In here you have two options, a simple fit where we run "sampling" times the fitting algorithm and return the results
for all runs, you are then in charge of choosing the best one. 

```python
mmsbm.fit(train)
```

The other option is the cv_fit (cross-validated fit) function, whereby we split the input data in "folds" number of folds
and run the fitting in each one and test on the excluded fold. We then return all the 
samplings of the best performing model. The function returns a list of the accuracies for 
each fold so that you can get confidence intervals on them.

```python
accuracies = mmsbm.cv_fit(train, folds=5)
```

### Prediction

Once the model is fitted, we can predict on test data. The function predict returns
the prediction matrix (the probability of each user to belong to each group) as a numpy array.

```python
pred_matrix = mmsbm.predict(test)
```

### Score

Finally, you can get statistics about the goodness of fit and other parameters of the model, 
as well as the computed objects: the theta matrix, the eta matrix and the probability distributions.
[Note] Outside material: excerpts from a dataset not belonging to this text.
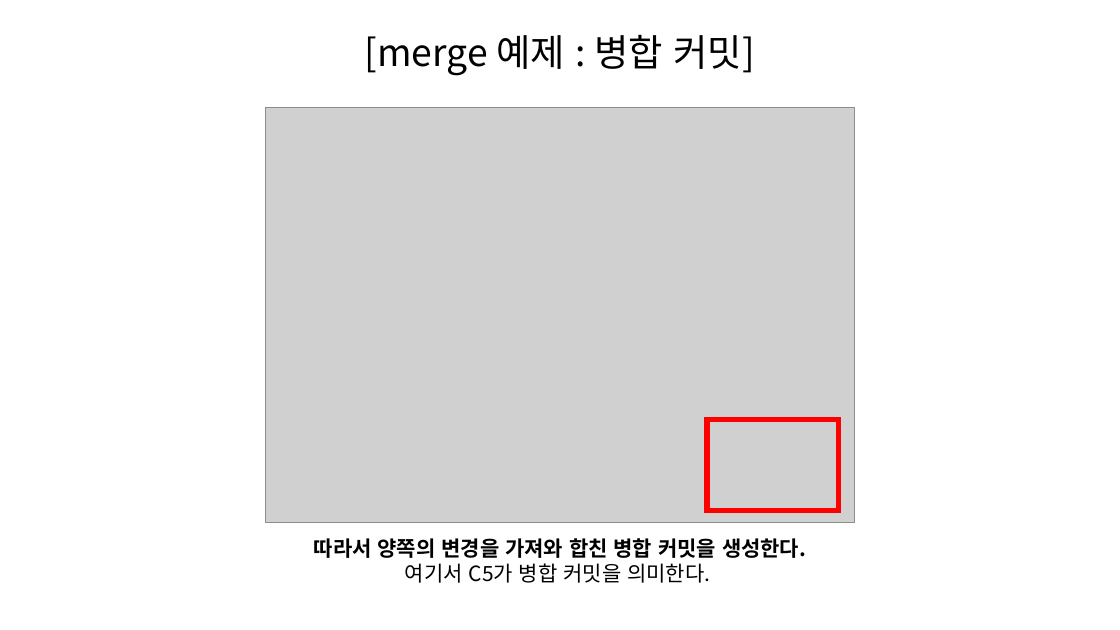
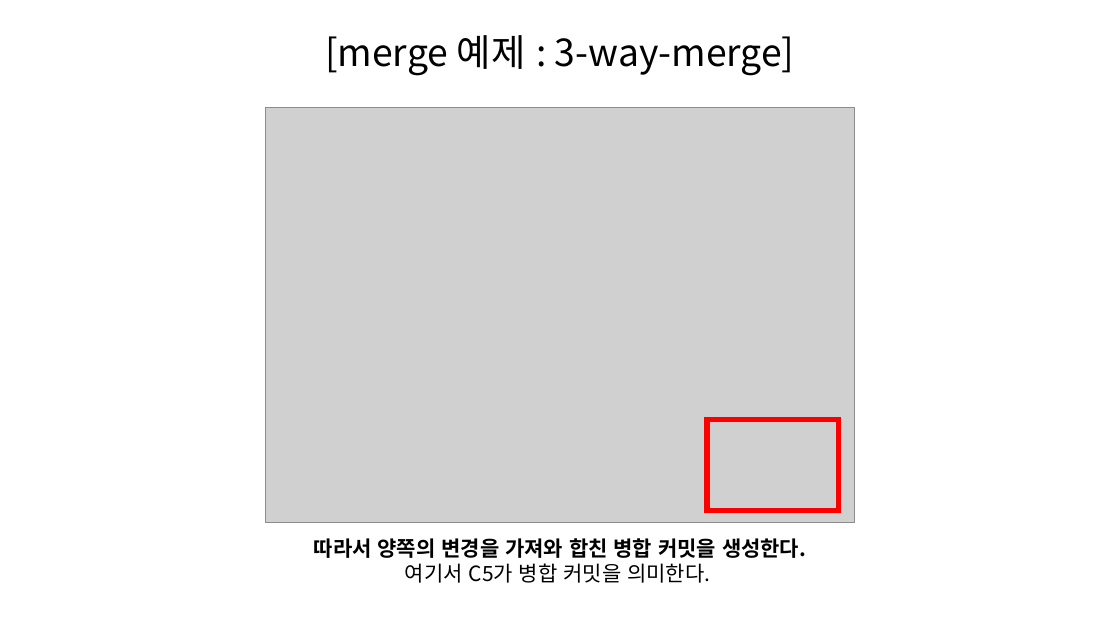
Before and after one commit to SeungHeeNoh/study_well, a slide deck: slide 17 of docs/4. merge.pptx. Drawn at 1120x630 pixels with LibreOffice and Linux fonts; fonts in the diff are those of the drawing; grey boxes stand for pictures. Boxes give left, top, right and bottom in pixels: in the first picture for what was removed or moved away, otherwise in the second. Text is boxed around its words. In the diff, an @@ line names an element or a change of style, - is before the commit and + after.

```diff
--- a/docs/4. merge.pptx
+++ b/docs/4. merge.pptx
@@ text at box(325, 35, 795, 76): text changed @@
-[merge 예제 : 병합 커밋]
+[merge 예제 : 3-way-merge]
```
Also in this commit, not shown: 5 other slides changed.

The function score returns a dictionary with two sub-dictionaries, one for statistics about the model (called "stats") and 
the other one with the computed objects (called "objects").

```python
results = mmsbm.score()
```

## Performance

Each iteration takes a little about half a second in an Intel i7. This means that a
500 iteration runs takes around 4 minutes. The computation is vectorized, so, as 
long as you don't go crazy with the number of observations, the time should be 
approximately the same regardless of training set size. It is also parallelized 
over sampling, so, as long as you choose less sampling than number of cores, 
you should have approximately the same performance  regardless of training set 
size and sampling number.

## Tests

To run tests do the following:

```
python -m pytest tests/*
```


## TODO

- Progress bars are not working for jupyter notebooks.
- Include user_groups and item_groups optimization procedure.
- The cv_fit test is not working on travis.

## Contributing
Pull requests are welcome. For major changes, please open an issue first to discuss what you would like to change.

Please make sure to update tests as appropriate.

# References
[1]: Godoy-Lorite, Antonia, et al. "Accurate and scalable social recommendation 
using mixed-membership stochastic block models." Proceedings of the National 
Academy of Sciences 113.50 (2016): 14207-14212.